TASK ITEM
The answer is the first line of the listing and every line after it through the one containing "heads-up display, 2.5", exact, with pictures removed.

+++++

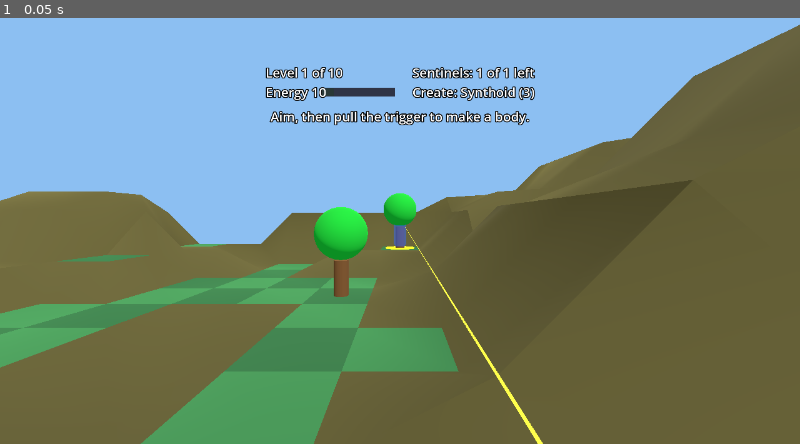
Above: before the commit, frame 1.
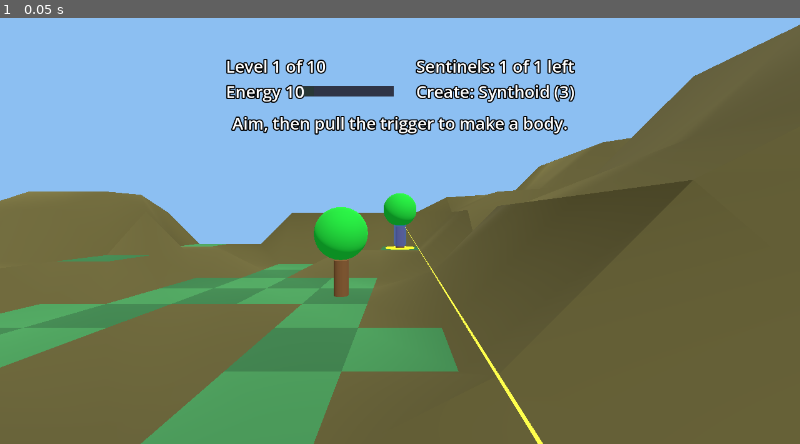
Above: after the commit, the same moment.

Repository: mr-miles/oculus-game
Game: Godot game, scene res://main.tscn
Two runs of this game, one before a commit and one after it. Both use one fixed random seed, a clock stepped at 60 frames per second and the inputs below. This scene is started directly instead of the project's main scene.
Inputs:
- Up to frame 1 (0.05 s): no input

The runs differ from the first frame. In frame 1, 3.4% of the frame differs, in the area x 28-72%, y 9-28%.

Commit message:
HUD 2.5 m away and about 1.3x larger on screen (board feedback); AC-28/AC-42 updated, screenshots retaken
Co-Authored-By: Claude Sonnet 5.5 <noreply@anthropic.com>

Diff:
--- a/game/scripts/hud.gd
+++ b/game/scripts/hud.gd
@@ -1,10 +1,13 @@
 class_name Hud
 extends Node3D
-## Head-locked heads-up display. Add as a child of the XR camera. Shows energy
+## Head-locked heads-up display, 2.5 m ahead and large enough to read. Add as a child of the XR camera. Shows energy
 ## (number and bar), level, sentinels left, a watched warning and one message.
 ## Label3D anchors left-aligned text at its left edge and right-aligned at its right edge.
 
 const PIXEL := 0.0012
+const DISTANCE := 2.5      # metres in front of the eyes (was 1.2: too close to read)
+const HEIGHT := 0.9        # metres above the gaze line (about 20 degrees up, as before)
+const HUD_SCALE := 2.7     # the layout below is in 1.2 m units; this makes it about 1.3x larger on screen
 const BAR_WIDTH := 0.3
 const BAR_X := -0.17
 const WATCH_RED := Color(1, 0.2, 0.2)
@@ -21,7 +24,8 @@
 
 func _init() -> void:
 	name = "Hud"
-	position = Vector3(0, 0.45, -1.2)
+	position = Vector3(0, HEIGHT, -DISTANCE)
+	scale = Vector3.ONE * HUD_SCALE
 	level_label = _label("HudLevel", Vector2(-0.55, 0.15), HORIZONTAL_ALIGNMENT_LEFT)
 	sentinels_label = _label("HudSentinels", Vector2(0.55, 0.15), HORIZONTAL_ALIGNMENT_RIGHT)
 	energy_label = _label("HudEnergy", Vector2(-0.55, 0.07), HORIZONTAL_ALIGNMENT_LEFT)
--- a/game/tests/test_ac_28_hud_position.gd
+++ b/game/tests/test_ac_28_hud_position.gd
@@ -1,10 +1,11 @@
 extends ViewTest
-## AC-28: Hud local position is (0, +0.45 +-0.05, -1.2 +-0.1), above the gaze centre.
+## AC-28: Hud local position is (0, +0.9 +-0.05, -2.5 +-0.1), above the gaze centre.
 
 func _init() -> void:
 	var g := await new_game()
 	var hud: Node3D = g.find_child("Hud", true, false)
 	check("ac_28 x is 0", absf(hud.position.x) < 0.001)
-	check("ac_28 y is +0.45 +-0.05 (above the gaze centre)", absf(hud.position.y - 0.45) <= 0.05)
-	check("ac_28 z is -1.2 +-0.1", absf(hud.position.z + 1.2) <= 0.1)
+	check("ac_28 y is +0.9 +-0.05 (above the gaze centre)", absf(hud.position.y - 0.9) <= 0.05)
+	check("ac_28 z is -2.5 +-0.1", absf(hud.position.z + 2.5) <= 0.1)
+	check("ac_28 HUD is at least 1.25x larger on screen than the old 1.2 m layout", hud.scale.x / absf(hud.position.z) >= 1.25 / 1.2)
 	finish()
--- a/game/tests/test_ac_42_hud_top.gd
+++ b/game/tests/test_ac_42_hud_top.gd
@@ -8,7 +8,10 @@
 		var node: Node3D = g.find_child(n, true, false)
 		check("ac_42 %s exists" % n, node != null)
 		var p := cam.global_transform.affine_inverse() * node.global_position
-		check("ac_42 %s local y in 0.25..0.65 (%.2f)" % [n, p.y], p.y >= 0.25 and p.y <= 0.65)
-		check("ac_42 %s |x| <= 0.8" % n, absf(p.x) <= 0.8)
-		check("ac_42 %s at z = -1.2" % n, absf(p.z + 1.2) <= 0.1)
+		check("ac_42 %s local y in 0.5..1.5 (%.2f)" % [n, p.y], p.y >= 0.5 and p.y <= 1.5)
+		check("ac_42 %s |x| <= 1.6" % n, absf(p.x) <= 1.6)
+		check("ac_42 %s at z = -2.5" % n, absf(p.z + 2.5) <= 0.1)
+		var up := rad_to_deg(atan2(p.y, -p.z))
+		var side := rad_to_deg(atan2(absf(p.x), -p.z))
+		check("ac_42 %s above gaze and inside the view (%.0f up, %.0f side)" % [n, up, side], up > 5.0 and up < 35.0 and side < 35.0)
 	finish()
Not shown, changed: README.md
Not shown, changed: docs/SPEC.md
Not shown, changed: docs/screenshots/boulder-stack.png
Not shown, changed: docs/screenshots/boulder-view-from-stack.png
Not shown, changed: docs/screenshots/hud-start.png
Not shown, changed: docs/screenshots/hud-watched-sentinel.png
Not shown, changed: docs/screenshots/move-1-before.png
Not shown, changed: docs/screenshots/move-2-after.png
Not shown, changed: docs/screenshots/pause-menu.png
Not shown, changed: docs/screenshots/slope-closeup.png
Not shown, changed: docs/screenshots/slope-needs-flat-ground.png
Not shown, changed: docs/screenshots/terrain-top-view.png
(and 1 more such lines)

+++++

WRITTEN SOLUTION
Above: before the commit, frame 1.
Above: after the commit, the same moment.

Repository: mr-miles/oculus-game
Game: Godot game, scene res://main.tscn
Two runs of this game, one before a commit and one after it. Both use one fixed random seed, a clock stepped at 60 frames per second and the inputs below. This scene is started directly instead of the project's main scene.
Inputs:
- Up to frame 1 (0.05 s): no input

The runs differ from the first frame. In frame 1, 3.4% of the frame differs, in the area x 28-72%, y 9-28%.

Commit message:
HUD 2.5 m away and about 1.3x larger on screen (board feedback); AC-28/AC-42 updated, screenshots retaken
Co-Authored-By: Claude Sonnet 5.5 <noreply@anthropic.com>

Diff:
--- a/game/scripts/hud.gd
+++ b/game/scripts/hud.gd
@@ -1,10 +1,13 @@
 class_name Hud
 extends Node3D
-## Head-locked heads-up display. Add as a child of the XR camera. Shows energy
+## Head-locked heads-up display, 2.5 m ahead and large enough to read. Add as a child of the XR camera. Shows energy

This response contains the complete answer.